Moreover, happy people are also not very good at details.

Again, this is paradoxical. If depression entails confusion and lack of focus why would it not be that happy people are more focused?

Apparently, this is not the case. Link here.

When you fly off to who-knows-where today would you rather the air traffic controllers be happy or not-so-happy?

Studies suggest that stressed-out air traffic controllers are more attuned to what might go wrong and thus are better at their jobs. Their happier colleagues are more insouciant, more confident that things will work out and less focused on the problems that might arise.

What does this mean?

It suggests that smiley folk defend their happiness against anything that would encroach on it. But then, if they love their happiness too much, one suspects that they will become less functional on the job and less friendly.

How long will the happy air traffic controller remain happy if he overlooks a problem that causes a crash?

Naturally, we do not want to pick a fight with the researchers, but we would do well to ask how they are defining happiness.

Perhaps the problem lies more in the definition of happiness than in the behavior of happy people.

If happy means bright, bubbly, cheerful and always optimistic… then we might simply have defined it as the contrary of despair.

At times, we suspect that overly cheerful people are trying too hard to convince themselves that things are better than they are.

If happiness involves the feeling that attends to success, to achievement or to a job well done… it loses some of the giggly, giddy sense that researchers seem to have granted it.

A happiness that looks like disengagement from other people and from the tasks at hand will feel like an illusion.

If happiness is doing a good job and feeling proud of your children then perhaps it is not quite as giggly or smiley. Such a happiness would not be based on ignorance.



2 comments:

Ares Olympus said...

re: ...we would do well to ask how they are defining happiness. Perhaps the problem lies more in the definition of happiness than in the behavior of happy people.

Indeed!

Wealth might be the simplest asssumed path towards happiness, but how many people would stress themselves directing airplanes if they didn't need the money?

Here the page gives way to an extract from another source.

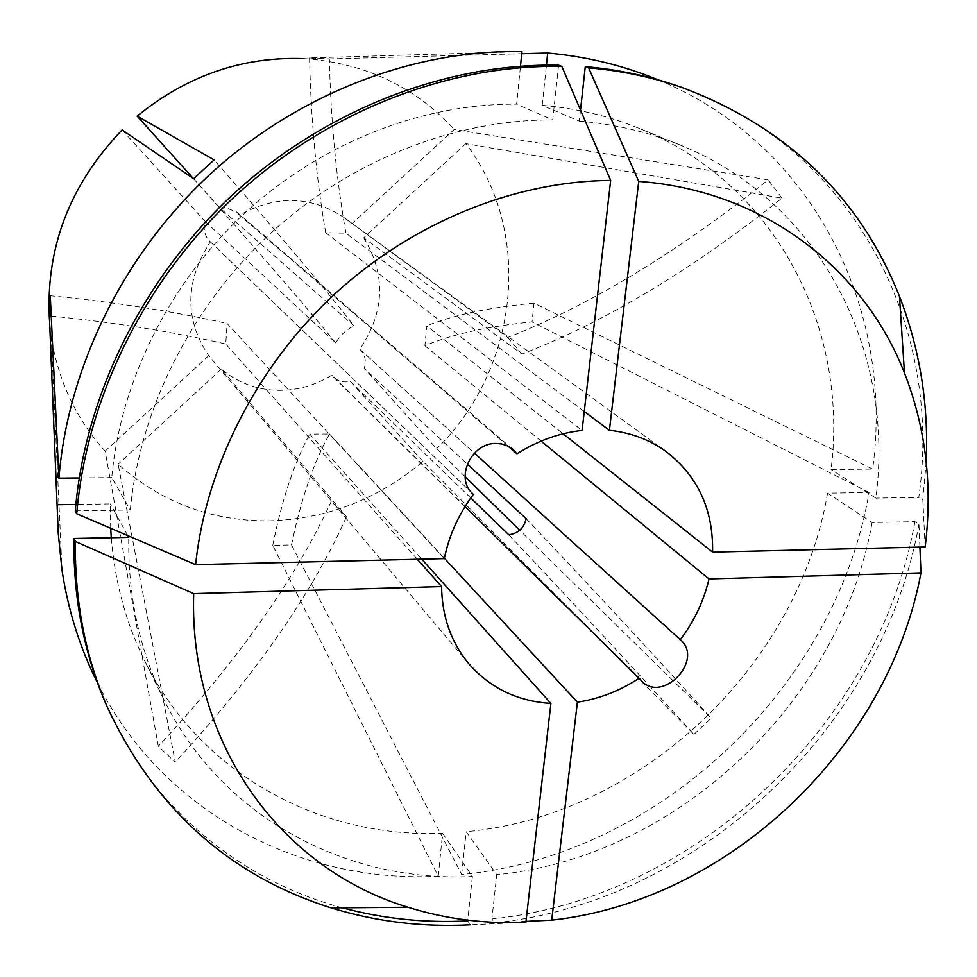 <?xml version="1.0" encoding="UTF-8"?>
<svg xmlns="http://www.w3.org/2000/svg" width="977" height="977" viewBox="0 0 977 977"><rect width="100%" height="100%" fill="white"/><g stroke="black" fill="none" stroke-linecap="round" stroke-linejoin="round"><path stroke-width="0.73" stroke-dasharray="4.88 3.66" d="M193.312 178.486L219.886 207.991L354.101 325.952C326.99 290.999 280.326 235.652 214.085 159.874M468.85 663.798L208.712 355.677C184.311 319.149 184.873 281.205 210.385 241.832L209.884 241.368C204.547 235.799 202.984 229.168 205.207 221.486L335.734 342.915C340.204 335.196 346.322 329.554 354.101 325.952M210.385 241.832L471.976 493.006M219.886 207.991L224.966 207.466L236.593 211.936L239.487 215.087C276.137 194.96 310.833 195.681 343.574 217.26L507.747 337.48C590.548 304.909 677.366 252.359 768.227 179.853L454.195 129.465L351.683 223.928M508.797 534.798C573.096 603.004 634.806 669.55 693.939 734.411L422.956 461.425C378.294 499.149 327.21 518.958 269.701 520.863C211.948 521.413 161.425 502.532 118.144 464.234L175.237 762.133L158.347 746.343L105.125 451.142C76.157 419.109 58.168 380.822 51.183 336.271L49.705 323.863M919.907 547.108L918.954 524.234L914.924 521.669L872.107 522.524L827.568 493.141L869.103 492.518C835.42 688.431 658.278 856.011 461.669 874.525L291.5 544.934L272.766 545.337L438.233 876.235C300.269 883.464 162.5 812.766 97.578 682.996M521.974 51.61L309.55 57.924L329.359 58.95C330.824 121.575 336.357 179.658 345.956 233.21L325.683 232.685L582.097 430.43M291.5 544.934C300.977 499.198 313.666 462.219 329.542 433.996L309.733 434.093L421.734 559.174M417.289 559.284L225.736 344.002L227.116 323.485L444.315 558.624M335.001 505.353L346.481 516.833C311.785 594.199 254.704 675.962 175.237 762.133M465.052 506.513L331.826 375.119C315.583 385.17 298.132 390.25 279.459 390.36C257.391 390.116 238.009 383.033 221.327 369.086L346.481 516.833M329.542 433.996L444.388 558.258M693.939 734.411L711.232 718.168L519.74 530.279M465.113 476.678L436.634 448.736L364.274 368.366L467.287 464.026M465.834 143.643L363.725 237.79L521.913 354.089C604.775 322.178 691.447 270.214 781.954 198.172L465.834 143.643C534.382 232.807 518.25 369.599 436.634 448.736M781.954 198.172L768.227 179.853M304.274 58.669L308.891 58.95C367.792 64.335 416.214 87.845 454.195 129.465M521.755 53.723L329.359 58.95M658.083 79.858C813.658 143.656 894.443 309.758 872.669 469.094L534.04 303.188L532.05 321.897C487.535 326.391 451.826 334.329 424.922 345.724L426.766 325.817L563.131 433.788M869.103 492.518L532.05 321.897M363.725 237.79C386.171 274.671 384.877 311.822 359.805 349.253L474.419 453.108M521.913 354.089L507.747 337.48M507.967 446.074L239.487 215.087M584.258 411.476L345.956 233.21M541.111 441.115L424.922 345.724M359.805 349.253L359.866 349.302C365.093 354.517 366.57 360.879 364.274 368.366M422.956 461.425L350.267 381.323C343.77 382.813 338.201 381.421 333.548 377.122L331.826 375.119M221.327 369.086L118.144 464.234M122.088 129.904L205.207 221.486M208.712 355.677L105.125 451.142M580.521 110.083L579.312 121.124L542.223 105.357L546.436 65.129M542.223 105.357C576.296 108.3 608.463 115.909 638.763 128.207C775.64 182.907 849.025 328.15 831.048 469.558L872.669 469.094M827.568 493.141C798.136 666.864 640.24 815.942 466.151 831.708L496.768 874.708L491.919 918.942L494.582 922.85L525.992 921.36M461.669 874.525L466.151 831.708M75.29 510.886L130.295 510.006L111.732 477.582C120.586 380.761 169.473 282.585 245.532 212.351C321.922 142.483 422.162 103.415 516.638 104.173L520.485 66.18M111.732 477.582L79.21 477.948M579.312 121.124C614.655 124.103 647.971 131.944 679.296 144.657C820.827 201.262 895.421 351.744 875.856 498.111L831.048 469.558M872.107 522.524C840.452 702.329 676.853 857.085 496.768 874.708M130.295 510.006C139.76 409.314 190.979 306.839 270.434 233.418C350.218 160.362 454.684 119.402 552.75 119.951L516.638 104.173M678.82 86.391C852.42 145.683 943.806 325.39 918.783 497.427L875.856 498.111M914.924 521.669C878.702 724.384 695.27 898.242 491.919 918.942M558.575 65.19L552.75 119.951M926.196 461.803L922.838 499.919L918.783 497.427M918.954 524.234C882.5 727.547 698.518 901.954 494.582 922.85M925.146 546.973L922.838 499.919M438.233 876.235L442.593 833.283C320.517 838.364 200.273 774.37 144.388 660.183C125.874 622.691 114.846 581.877 111.28 537.729M110.694 528.313L110.303 503.912L75.864 504.425M442.593 833.283L472.392 876.503C346.09 882.658 221.571 817.48 163.77 699.41C139.613 650.413 127.938 596.397 128.744 537.374M127.779 535.628L110.303 503.912M472.392 876.503L467.678 920.884L470.267 924.816L525.895 922.239M342.231 907.792C239.78 880.301 150.373 807.271 105.614 703.196M50.267 295.738C113.698 301.991 172.648 311.248 227.116 323.485M51.219 316.06C113.808 322.325 171.976 331.643 225.736 344.002M272.766 545.337C281.974 499.479 294.297 462.402 309.733 434.093M534.04 303.188C489.453 307.376 453.694 314.912 426.766 325.817M309.55 57.924C310.967 120.733 316.353 178.986 325.683 232.685M335.734 342.915C307.84 308.683 260.456 253.935 193.593 178.681M331.447 500.92C296.08 578.103 238.376 659.902 158.347 746.343M526.127 518.665C590.633 586.64 652.331 653.137 711.232 718.168M350.267 381.323L470.731 497.952M209.884 241.368L472.66 493.69M51.183 336.271L62.039 570.421M308.891 58.95L324.34 58.535M666.106 451.533L343.574 217.26M679.296 144.657L638.763 128.207M163.77 699.41L144.388 660.183M236.593 211.936L512.937 449.359M333.548 377.122L641.474 680.957M359.866 349.302L680.383 639.752"/><path stroke-width="1.47" d="M471.976 493.006L472.66 493.69C454.684 478.242 471.488 442.41 496.353 443.448L501.58 443.924L507.661 445.927L512.937 449.359L516.955 453.804L507.967 446.074M97.578 682.996C80.077 648.288 68.231 610.772 62.039 570.421L58.241 533.173L49.363 315.876L50.267 295.738L58.925 478.168C67.84 367.303 123.432 254.118 210.837 173.564C298.608 93.413 414.065 49.412 521.974 51.61L520.485 66.18M49.705 323.863C44.624 250.295 68.744 185.642 122.088 129.904L193.593 178.681L214.085 159.874L137.159 116.116C187.169 75.437 242.87 56.287 304.274 58.669M421.734 559.174L550.894 703.428C517.517 701.303 490.173 688.089 468.85 663.798C451.118 642.451 442.031 616.707 441.58 586.579L417.289 559.284M516.955 453.804C537.582 440.761 559.296 432.97 582.097 430.43L610.662 180.427C515.074 181.05 413.112 222.035 334.818 293.918C256.866 366.167 206 466.359 195.595 564.657L444.315 558.624C448.993 535.555 458.677 514.122 473.369 494.338M444.388 558.258L577.395 702.17C599.243 698.873 619.833 690.886 639.166 678.233L465.052 506.513M519.74 530.279L465.113 476.678M546.436 65.129L547.706 53.014L521.755 53.723M547.706 53.014C586.762 56.556 623.546 65.508 658.083 79.858M563.131 433.788L712.587 552.127C713.381 509.689 697.883 476.165 666.106 451.533C649.656 439.674 630.763 432.591 609.416 430.307L584.258 411.476M474.419 453.108L680.31 639.691C694.317 621.103 703.88 600.855 709.009 578.946L541.111 441.115M137.159 116.116L193.312 178.486M79.21 477.948L58.925 478.168M609.416 430.307L638.738 181.404L588.606 67.804L585.284 66.607L580.521 110.083M585.284 66.607C617.94 69.477 649.119 76.072 678.82 86.391L682.422 87.637C787.609 127.596 859.955 197.134 899.451 296.287C919.833 349.07 928.748 404.246 926.196 461.803M75.29 510.886C84.84 395.551 143.094 277.358 234.431 193.104C326.147 109.253 446.538 63.114 558.575 65.19L561.812 66.399C449.408 64.323 328.59 110.657 236.519 194.838C144.84 279.41 86.342 398.054 76.743 513.78L75.29 510.886M588.606 67.804C621.372 70.686 652.636 77.293 682.422 87.637M638.738 181.404C763.122 190.332 863.692 268.431 904.47 373.006C925.891 428.158 932.791 486.143 925.146 546.973L712.587 552.127M709.009 578.946L920.969 572.901L919.907 547.108M920.969 572.901C888.264 748.724 727.486 901.112 551.712 920.139L577.395 702.17M525.992 921.36L551.712 920.139M610.662 180.427L561.812 66.399M195.595 564.657L76.743 513.78M639.166 678.233L641.474 680.957C662.833 703.794 704.38 659.793 680.383 639.752L680.31 639.691M111.28 537.729L110.694 528.313M75.864 504.425L57.68 504.706M470.267 924.816C422.54 927.32 376.145 921.677 331.093 907.877C229.326 875.734 154.671 808.675 107.128 706.701L105.614 703.196C83.802 652.612 73.238 597.704 73.934 538.474L128.744 537.374L127.779 535.628M467.678 920.884C424.885 923.106 383.069 918.746 342.231 907.792M107.128 706.701C85.255 655.97 74.667 600.892 75.363 541.466L73.934 538.474M550.894 703.428L525.895 922.239C485.264 924.108 445.964 919.113 407.983 907.267C282.39 869.445 188.732 744.853 193.69 593.65L75.363 541.466M441.58 586.579L193.69 593.65M49.363 315.876L51.219 316.06M467.287 464.026L526.127 518.665C524.099 527.995 518.335 533.369 508.797 534.798L470.731 497.952M904.47 373.006L899.451 296.287M407.983 907.267L331.093 907.877"/></g></svg>

I know few people who buy lottery tickets and assured me they would keep their jobs if they won the big payout, just for something to do, but I think they just meant they'd not quit immediately.

I like the question, "if money wasn't a problem, what would you choose to do?" And I bet 50% of people would do better things for society than they are doing now, BUT I also bet 75% of jobs would remain unfilled, because they failed to inspire a sense of purpose and meaning.

The whole question of how society would self-organize, like in a Star Trek future of no money, because we have free energy and automation to do anything people don't want to do, its fun to imagine, but harder to trust good will come out it.

Can you imagine how many Net Flix addicts there will be in 2347 with 400 years of TV and movies?!

Sam L. said...

That link: Getting angry may work over the phone (not in physical presence), but in physical presence I see a waiter spitting in your food.